Hermes Agent is an open-source autonomous AI agent built by Nous Research, the lab behind the Hermes language model family. Think of it as a CLI-first personal agent that runs on your machine, talks to a model provider of your choice, and uses tools to actually do work in your life and your business. You install it with one command, you run hermes in your terminal, and you start delegating real work.
The thing that makes Hermes Agent different from a raw model API or a chat interface is the standard library it ships with. Out of the box you get more than 40 tools (browser, web search, cron, image generation, home assistant, file system access) and a set of pre-installed skills that vary by platform. On a Mac, that includes Apple Notes, Apple Reminders, iMessage, Find My, and a handful of others. You skip the skills-hub scavenger hunt that other agents force on you and you start working immediately.

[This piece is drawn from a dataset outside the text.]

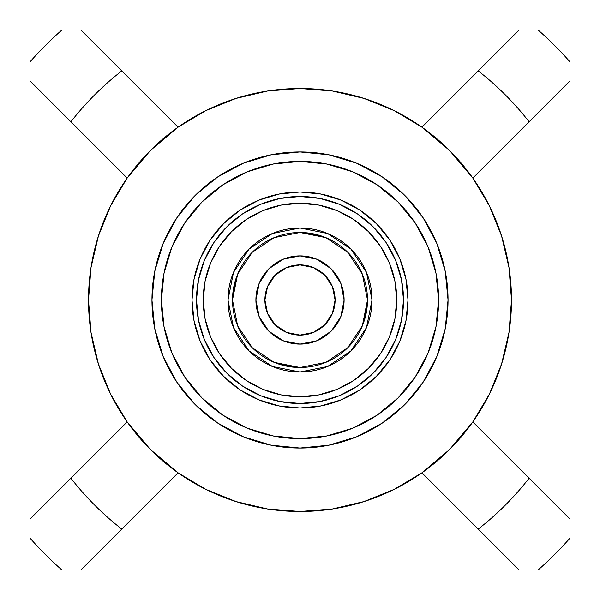 <?xml version="1.0" encoding="UTF-8"?>
<svg xmlns="http://www.w3.org/2000/svg" width="600" height="600" viewBox="0 0 600 600"><rect width="100%" height="100%" fill="white"/><g stroke="black" fill="none" stroke-linecap="round" stroke-linejoin="round"><path stroke-width="0.9" d="M232.5 300A67.5 67.5 0 0 1 300 232.5A67.5 67.5 0 0 1 367.5 300L362.362 274.17L347.73 252.27L325.83 237.638L300 232.5L274.17 237.638L252.27 252.27L237.638 274.17L232.5 300L237.638 325.83L252.27 347.73L274.17 362.362L300 367.5L325.83 362.362L347.73 347.73L362.362 325.83L367.5 300A67.5 67.5 0 0 1 300 367.5A67.5 67.5 0 0 1 232.5 300L236.093 278.265M331.192 268.83L340.74 283.11L344.1 300A44.1 44.1 0 0 1 300 344.1A44.1 44.1 0 0 1 255.9 300A44.1 44.1 0 0 0 300 344.1A44.1 44.1 0 0 0 344.1 300L335.1 300A35.1 35.1 0 0 1 300 335.1A35.1 35.1 0 0 1 264.9 300L255.9 300L264.9 300L267.57 313.433L275.183 324.817L286.567 332.43L300 335.1L313.433 332.43L324.817 324.817L332.43 313.433L335.1 300L332.43 286.567L324.817 275.183L313.433 267.57L300 264.9L286.567 267.57L275.183 275.183L267.57 286.567L264.9 300A35.1 35.1 0 0 1 300 264.9A35.1 35.1 0 0 1 335.1 300L344.1 300A44.1 44.1 0 0 0 300 255.9A44.1 44.1 0 0 0 255.9 300A44.1 44.1 0 0 1 300 255.9A44.1 44.1 0 0 1 344.1 300L340.74 316.875L331.192 331.17M403.5 300A103.5 103.5 0 0 1 300 403.5A103.5 103.5 0 0 1 196.5 300A103.5 103.5 0 0 0 300 403.5A103.5 103.5 0 0 0 403.5 300L396.75 300A96.75 96.75 0 0 1 300 396.75A96.75 96.75 0 0 1 203.25 300L196.5 300L198.487 279.81L204.375 260.392L213.945 242.498L226.815 226.815L242.498 213.945L260.392 204.375L279.81 198.487L300 196.5L320.19 198.487L339.608 204.375L357.502 213.945L373.185 226.815L386.055 242.498L395.625 260.392L401.513 279.81L403.5 300L401.513 320.19L395.625 339.608L386.055 357.502L373.185 373.185L357.502 386.055L339.608 395.625L320.19 401.513L300 403.5L279.81 401.513L260.392 395.625L242.498 386.055L226.815 373.185L213.945 357.502L204.375 339.608L198.487 320.19L196.5 300L203.25 300L205.11 318.877L210.615 337.028L219.555 353.752L231.585 368.415L246.248 380.445L262.972 389.385L281.123 394.89L300 396.75L318.877 394.89L337.028 389.385L353.752 380.445L368.415 368.415L380.445 353.752L389.385 337.028L394.89 318.877L396.75 300L394.89 281.123L389.385 262.972L380.445 246.248L368.415 231.585L353.752 219.555L337.028 210.615L318.877 205.11L300 203.25L281.123 205.11L262.972 210.615L246.248 219.555L231.585 231.585L219.555 246.248L210.615 262.972L205.11 281.123L203.25 300A96.75 96.75 0 0 1 300 203.25A96.75 96.75 0 0 1 396.75 300L403.5 300A103.5 103.5 0 0 0 300 196.5A103.5 103.5 0 0 0 196.5 300A103.5 103.5 0 0 1 300 196.5A103.5 103.5 0 0 1 403.5 300M228 300A72 72 0 0 1 300 228A72 72 0 0 1 372 300L366.517 327.555L350.91 350.91L327.555 366.517L300 372L272.445 366.517L249.09 350.91L233.483 327.555L228 300L233.483 272.445L249.09 249.09L272.445 233.483L300 228L327.555 233.483L350.91 249.09L366.517 272.445L372 300A72 72 0 0 1 300 372A72 72 0 0 1 228 300M448.05 300L438.6 300A138.6 138.6 0 0 1 300 438.6A138.6 138.6 0 0 1 161.4 300L151.95 300A148.05 148.05 0 0 1 300 151.95A148.05 148.05 0 0 1 448.05 300L445.207 271.118L436.785 243.345L423.105 217.748L404.692 195.308L382.252 176.895L356.655 163.215L328.882 154.792L300 151.95L271.118 154.792L243.345 163.215L217.748 176.895L195.308 195.308L176.895 217.748L163.215 243.345L154.792 271.118L151.95 300L154.792 328.882L163.215 356.655L176.895 382.252L195.308 404.692L217.748 423.105L243.345 436.785L271.118 445.207L300 448.05L328.882 445.207L356.655 436.785L382.252 423.105L404.692 404.692L423.105 382.252L436.785 356.655L445.207 328.882L448.05 300A148.05 148.05 0 0 1 300 448.05A148.05 148.05 0 0 1 151.95 300L161.4 300L164.062 272.962L171.953 246.96L184.755 222.998L201.998 201.998L222.998 184.755L246.96 171.953L272.962 164.062L300 161.4L327.038 164.062L353.04 171.953L377.002 184.755L398.002 201.998L415.245 222.998L428.048 246.96L435.938 272.962L438.6 300L435.938 327.038L428.048 353.04L415.245 377.002L398.002 398.002L377.002 415.245L353.04 428.048L327.038 435.938L300 438.6L272.962 435.938L246.96 428.048L222.998 415.245L201.998 398.002L184.755 377.002L171.953 353.04L164.062 327.038L161.4 300A138.6 138.6 0 0 1 300 161.4A138.6 138.6 0 0 1 438.6 300L448.05 300M235.995 98.415A211.5 211.5 0 0 0 127.17 178.087L110.558 205.958L98.4 236.048L90.99 267.645L88.5 300A211.5 211.5 0 0 1 127.17 178.087A211.5 211.5 0 0 0 88.5 300L90.99 332.355L98.4 363.952L110.558 394.043L127.17 421.912L30 519.09L30 538.118A360 360 0 0 0 61.883 570A360 360 0 0 1 30 538.118L30 61.883A360 360 0 0 1 61.883 30A360 360 0 0 0 30 61.883L30 80.91L70.89 121.8A290.25 290.25 0 0 1 121.8 70.89L80.91 30L61.883 30L519.09 30L80.91 30L121.8 70.89A290.25 290.25 0 0 0 70.89 121.8L30 80.91L30 519.09L127.17 421.912A211.5 211.5 0 0 1 88.5 300A211.5 211.5 0 0 0 235.995 501.585M364.005 501.585A211.5 211.5 0 0 0 511.5 300A211.5 211.5 0 0 1 472.83 421.912L529.11 478.2L472.83 421.912L489.442 394.043L501.6 363.952L509.01 332.355L511.5 300A211.5 211.5 0 0 0 472.83 178.087A211.5 211.5 0 0 1 511.5 300L509.01 267.645L501.6 236.048L489.442 205.958L472.83 178.087L570 80.91L570 61.883A360 360 0 0 0 538.118 30A360 360 0 0 1 570 61.883L570 538.118A360 360 0 0 1 538.118 570A360 360 0 0 0 570 538.118L570 519.09L529.11 478.2A290.25 290.25 0 0 1 478.2 529.11L519.09 570L538.118 570L80.91 570L519.09 570L478.2 529.11A290.25 290.25 0 0 0 529.11 478.2L570 519.09L570 80.91L472.83 178.087A211.5 211.5 0 0 0 364.005 98.415M363.9 98.385A211.5 211.5 0 0 0 236.1 98.385M178.087 127.17A211.5 211.5 0 0 1 421.912 127.17L394.043 110.558L363.952 98.4L332.355 90.99L300 88.5L267.645 90.99L236.048 98.4L205.958 110.558L178.087 127.17L121.8 70.89L178.087 127.17A211.5 211.5 0 0 0 127.17 178.087L70.89 121.8L127.17 178.087L150.45 150.45L178.087 127.17M192 300A108 108 0 0 1 300 192A108 108 0 0 1 408 300L405.923 278.933L399.78 258.668L389.798 240L376.365 223.635L360 210.202L341.332 200.22L321.067 194.077L300 192L278.933 194.077L258.668 200.22L240 210.202L223.635 223.635L210.202 240L200.22 258.668L194.077 278.933L192 300L194.077 321.067L200.22 341.332L210.202 360L223.635 376.365L240 389.798L258.668 399.78L278.933 405.923L300 408L321.067 405.923L341.332 399.78L360 389.798L376.365 376.365L389.798 360L399.78 341.332L405.923 321.067L408 300A108 108 0 0 1 300 408A108 108 0 0 1 192 300M421.912 127.17L519.09 30L538.118 30L519.09 30L478.2 70.89A290.25 290.25 0 0 1 529.11 121.8A290.25 290.25 0 0 0 478.2 70.89L421.912 127.17L449.55 150.45L472.83 178.087M61.883 570L80.91 570L121.8 529.11A290.25 290.25 0 0 1 70.89 478.2A290.25 290.25 0 0 0 121.8 529.11L178.087 472.83L205.958 489.442L236.048 501.6L267.645 509.01L300 511.5L332.355 509.01L363.952 501.6L394.043 489.442L421.912 472.83L478.2 529.11L421.912 472.83A211.5 211.5 0 0 1 178.087 472.83L150.45 449.55L127.17 421.912A211.5 211.5 0 0 0 178.087 472.83L80.91 570L61.883 570M472.83 421.912L449.55 449.55L421.912 472.83A211.5 211.5 0 0 0 472.83 421.912M236.1 501.615A211.5 211.5 0 0 0 363.9 501.615M91.86 262.462L94.23 251.108M102.067 225.465L106.875 213.772M120.157 188.685L125.43 180.593M180.593 125.43L188.685 120.157M213.772 106.875L225.465 102.067M251.108 94.23L262.462 91.86M337.538 91.86L348.892 94.23M374.535 102.067L386.228 106.875M411.315 120.157L419.408 125.43M474.57 180.593L479.842 188.685M493.125 213.772L497.933 225.465M505.77 251.108L508.14 262.462M508.14 337.538L505.77 348.892M497.933 374.535L493.125 386.228M479.842 411.315L474.57 419.408M419.408 474.57L411.315 479.842M386.228 493.125L374.535 497.933M348.892 505.77L337.538 508.14M262.462 508.14L251.108 505.77M225.465 497.933L213.772 493.125M188.685 479.842L180.593 474.57M125.43 419.408L120.157 411.315M106.875 386.228L102.067 374.535M94.23 348.892L91.86 337.538M213.945 242.498L226.815 226.815L242.498 213.945M357.502 213.945L373.185 226.815L386.055 242.498M386.055 357.502L373.185 373.185L357.502 386.055M242.498 386.055L226.815 373.185L213.945 357.502M300 232.5L321.735 236.093M367.5 300L363.907 321.735M300 367.5L278.265 363.907M331.17 331.192L316.89 340.74L300 344.1L283.132 340.748M283.11 340.74L268.83 331.192M268.808 331.17L259.26 316.89L255.9 300L259.26 283.125L268.808 268.83M268.83 268.808L283.11 259.26L300 255.9L316.868 259.252M316.89 259.26L331.17 268.808"/></g></svg>
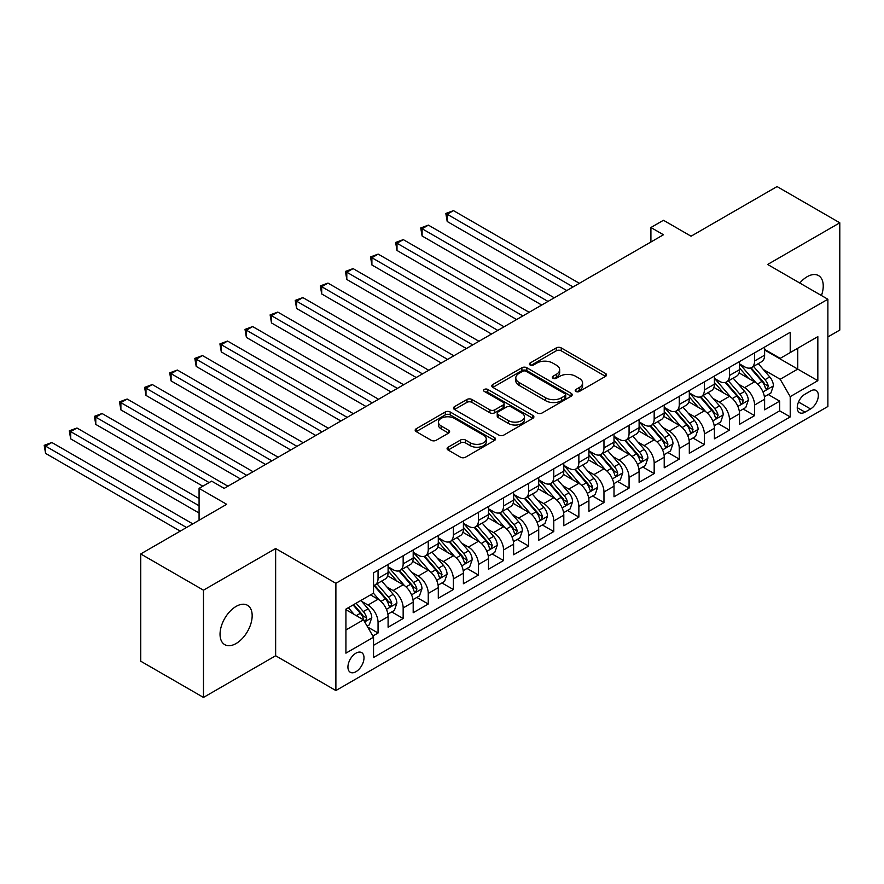 <?xml version="1.0" encoding="UTF-8"?>
<svg xmlns="http://www.w3.org/2000/svg" width="884" height="884" viewBox="0 0 884 884"><rect width="100%" height="100%" fill="white"/><g stroke="black" fill="none" stroke-linecap="round" stroke-linejoin="round"><path stroke-width="1.33" d="M575.926 391.468A2.442 1.403 0 0 0 579.374 391.468L605.551 376.352A3.481 2.011 0 0 0 606.579 374.927A3.481 2.011 0 0 0 605.551 373.501L561.207 347.898A3.481 2.011 0 0 0 556.279 347.898L530.102 363.015A2.442 1.403 0 0 0 529.383 364.009A2.442 1.403 0 0 0 530.102 365.004A2.442 1.403 0 0 0 533.549 365.004L536.931 363.048A11.149 6.442 0 0 1 552.699 363.048L556.401 365.18A11.149 6.442 0 0 1 559.66 369.733A11.149 6.442 0 0 1 556.401 374.286L553.008 376.241A2.442 1.403 0 0 0 552.301 377.236A2.442 1.403 0 0 0 553.008 378.23A2.442 1.403 0 0 0 556.456 378.23L559.848 376.275A11.149 6.442 0 0 1 575.617 376.275L579.318 378.407A11.149 6.442 0 0 1 582.578 382.96A11.149 6.442 0 0 1 579.318 387.512L575.926 389.468A2.442 1.403 0 0 0 575.208 390.463A2.442 1.403 0 0 0 575.926 391.468L575.926 389.468M236.105 643.519A22.719 13.116 120 0 0 250.945 623.496A22.719 13.116 120 0 0 247.465 605.286A22.719 13.116 120 0 0 236.105 606.413A22.719 13.116 120 0 0 221.265 626.436A22.719 13.116 120 0 0 224.746 644.646A22.719 13.116 120 0 0 236.105 643.519M821.446 295.532A22.719 13.116 120 0 0 818.529 275.587A22.719 13.116 120 0 0 807.169 276.714A22.719 13.116 120 0 0 799.799 283.035M355.965 671.707A11.359 6.564 120 0 0 363.39 661.696A11.359 6.564 120 0 0 361.644 652.591A11.359 6.564 120 0 0 355.965 653.154A11.359 6.564 120 0 0 348.539 663.166A11.359 6.564 120 0 0 350.285 672.271A11.359 6.564 120 0 0 355.965 671.707M448.111 447.193A3.481 2.011 0 0 0 447.094 448.608A3.481 2.011 0 0 0 448.111 450.033L460.553 457.216A3.481 2.011 0 0 0 465.481 457.216L494.554 440.431A3.481 2.011 0 0 0 495.57 439.005A3.481 2.011 0 0 0 494.554 437.591L450.21 411.988A3.481 2.011 0 0 0 445.282 411.988L416.198 428.773A3.481 2.011 0 0 0 415.182 430.188A3.481 2.011 0 0 0 416.198 431.613L431.237 440.287A3.481 2.011 0 0 0 436.166 440.287L448.608 433.105A3.481 2.011 0 0 0 449.624 431.679A3.481 2.011 0 0 0 448.608 430.265L441.149 425.955A9.326 5.381 0 0 1 438.42 422.154A9.326 5.381 0 0 1 444.177 417.182A9.326 5.381 0 0 1 454.332 418.353L483.526 435.204A9.326 5.381 0 0 1 486.255 439.005A9.326 5.381 0 0 1 480.509 443.978A9.326 5.381 0 0 1 470.343 442.818L465.481 440.011A3.481 2.011 0 0 0 460.553 440.011L448.111 447.193L448.111 450.033M827.877 336.937L839.8 330.052L839.8 222.801L777.047 186.568L691.067 236.205L663.464 220.271L650.911 227.508L663.464 234.757L224.182 488.377L211.63 481.128L199.077 488.377L199.077 520.256M203.475 590.181L203.475 697.432L275.642 655.762L275.642 548.522L203.475 590.181L140.722 553.948L226.691 504.311L199.077 488.377M275.642 548.522L335.887 583.296L827.877 299.245L827.877 406.496L335.887 690.548L335.887 583.296M839.8 222.801L767.632 264.471L827.877 299.245M537.185 412.983A3.481 2.011 0 0 0 542.113 412.983L571.186 396.198A3.481 2.011 0 0 0 572.202 394.772A3.481 2.011 0 0 0 571.186 393.347L526.831 367.744A3.481 2.011 0 0 0 521.903 367.744L492.83 384.529A3.481 2.011 0 0 0 491.813 385.954A3.481 2.011 0 0 0 492.83 387.369L537.185 412.983M485.305 391.988A2.442 1.403 0 0 1 487.78 392.33L487.78 389.435L532.864 415.469A3.481 2.011 0 0 1 533.892 416.894A3.481 2.011 0 0 1 532.864 418.309L503.792 435.094A3.481 2.011 0 0 1 498.863 435.094L454.52 409.491L466.962 402.364L466.962 399.469L454.52 406.651A3.481 2.011 0 0 0 453.492 408.065A3.481 2.011 0 0 0 454.52 409.491L454.52 406.651M466.962 402.364A3.481 2.011 0 0 1 471.89 402.364L471.89 399.469A3.481 2.011 0 0 0 466.962 399.469M471.89 399.469L489.869 409.844A3.481 2.011 0 0 0 494.797 409.844L503.051 405.082A3.481 2.011 0 0 0 504.079 403.656A3.481 2.011 0 0 0 503.051 402.242L484.333 391.424A2.442 1.403 0 0 1 483.614 390.43A2.442 1.403 0 0 1 485.117 389.126A2.442 1.403 0 0 1 487.78 389.435M203.475 697.432L140.722 661.199L140.722 553.948M372.849 636.016L378.054 633.01L367.633 626.999M361.711 601.396L368.009 605.043A14.199 8.199 60 0 1 378.054 622.435L388.098 616.634L388.098 627.209L403.159 618.513L391.734 611.927M386.816 586.91L393.115 590.545A14.199 8.199 60 0 1 403.159 607.938L413.193 602.137L413.193 612.722L428.254 604.026L416.839 597.429M411.911 572.412L418.22 576.059A14.199 8.199 60 0 1 428.254 593.44L438.298 587.65L438.298 598.225L453.359 589.529L441.934 582.943M437.016 557.926L443.315 561.561A14.199 8.199 60 0 1 453.359 578.954L463.404 573.152L463.404 583.738L478.465 575.042L467.039 568.445M462.122 543.428L468.421 547.074A14.199 8.199 60 0 1 478.465 564.456L488.498 558.666L488.498 569.241L503.56 560.544L492.145 553.959M487.217 528.941L493.526 532.577A14.199 8.199 60 0 1 503.56 549.97L513.604 544.168L513.604 554.754L528.665 546.058L517.239 539.461M512.322 514.444L518.621 518.09A14.199 8.199 60 0 1 528.665 535.472L538.71 529.682L538.71 540.257L553.771 531.56L542.345 524.974M537.428 499.957L543.726 503.593A14.199 8.199 60 0 1 553.771 520.985L563.804 515.184L563.804 525.77L578.865 517.074L567.451 510.477M562.522 485.46L568.832 489.095A14.199 8.199 60 0 1 578.865 506.488L588.91 500.698L588.91 511.272L603.971 502.576L592.545 495.979M587.628 470.973L593.926 474.609A14.199 8.199 60 0 1 603.971 492.001L614.004 486.2L614.004 496.786L629.065 488.09L617.651 481.493M612.722 456.476L619.032 460.111A14.199 8.199 60 0 1 629.065 477.504L639.11 471.713L639.11 482.288L654.171 473.592L642.756 466.995M637.828 441.989L644.127 445.624A14.199 8.199 60 0 1 654.171 463.017L664.216 457.216L664.216 467.802L679.277 459.105L667.851 452.509M662.934 427.491L669.232 431.127A14.199 8.199 60 0 1 679.277 448.519L689.31 442.729L689.31 453.304L704.371 444.608L692.957 438.011M688.028 413.005L694.338 416.64A14.199 8.199 60 0 1 704.371 434.033L714.416 428.232L714.416 438.818L729.477 430.121L718.051 423.524M713.134 398.507L719.432 402.143A14.199 8.199 60 0 1 729.477 419.535L739.521 413.745L739.521 424.32L754.582 415.624L754.582 405.049A14.199 8.199 -120 0 0 744.538 387.656L738.239 384.01M743.157 409.027L754.582 415.624M388.098 616.634A14.199 8.199 -120 0 0 378.054 599.241L370.518 594.899M413.193 602.137A14.199 8.199 -120 0 0 403.159 584.755L387.634 575.782M438.298 587.65A14.199 8.199 -120 0 0 428.254 570.257L412.729 561.296M463.404 573.152A14.199 8.199 -120 0 0 453.359 555.76L437.834 546.798M488.498 558.666A14.199 8.199 -120 0 0 478.465 541.273L462.94 532.312M513.604 544.168A14.199 8.199 -120 0 0 503.56 526.776L488.034 517.814M538.71 529.682A14.199 8.199 -120 0 0 528.665 512.289L513.14 503.327M563.804 515.184A14.199 8.199 -120 0 0 553.771 497.791L538.245 488.83M588.91 500.698A14.199 8.199 -120 0 0 578.865 483.305L563.34 474.343M614.004 486.2A14.199 8.199 -120 0 0 603.971 468.807L588.446 459.846M639.11 471.713A14.199 8.199 -120 0 0 629.065 454.321L613.551 445.359M664.216 457.216A14.199 8.199 -120 0 0 654.171 439.823L638.646 430.862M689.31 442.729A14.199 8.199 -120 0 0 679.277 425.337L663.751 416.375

The other thing that makes Hermes feel different is persistent memory. Every time the agent successfully completes a task, it writes to a local SQLite database. That memory is searchable, structured, and survives across sessions. If you forgot to save an API key to an environment variable but you mentioned it in a conversation last week, Hermes can find it. If you taught it your file naming convention three weeks ago, you do not have to teach it again.
The combination of "ships with everything" plus "remembers what you taught it" is what makes Hermes feel less like a chatbot and more like an employee.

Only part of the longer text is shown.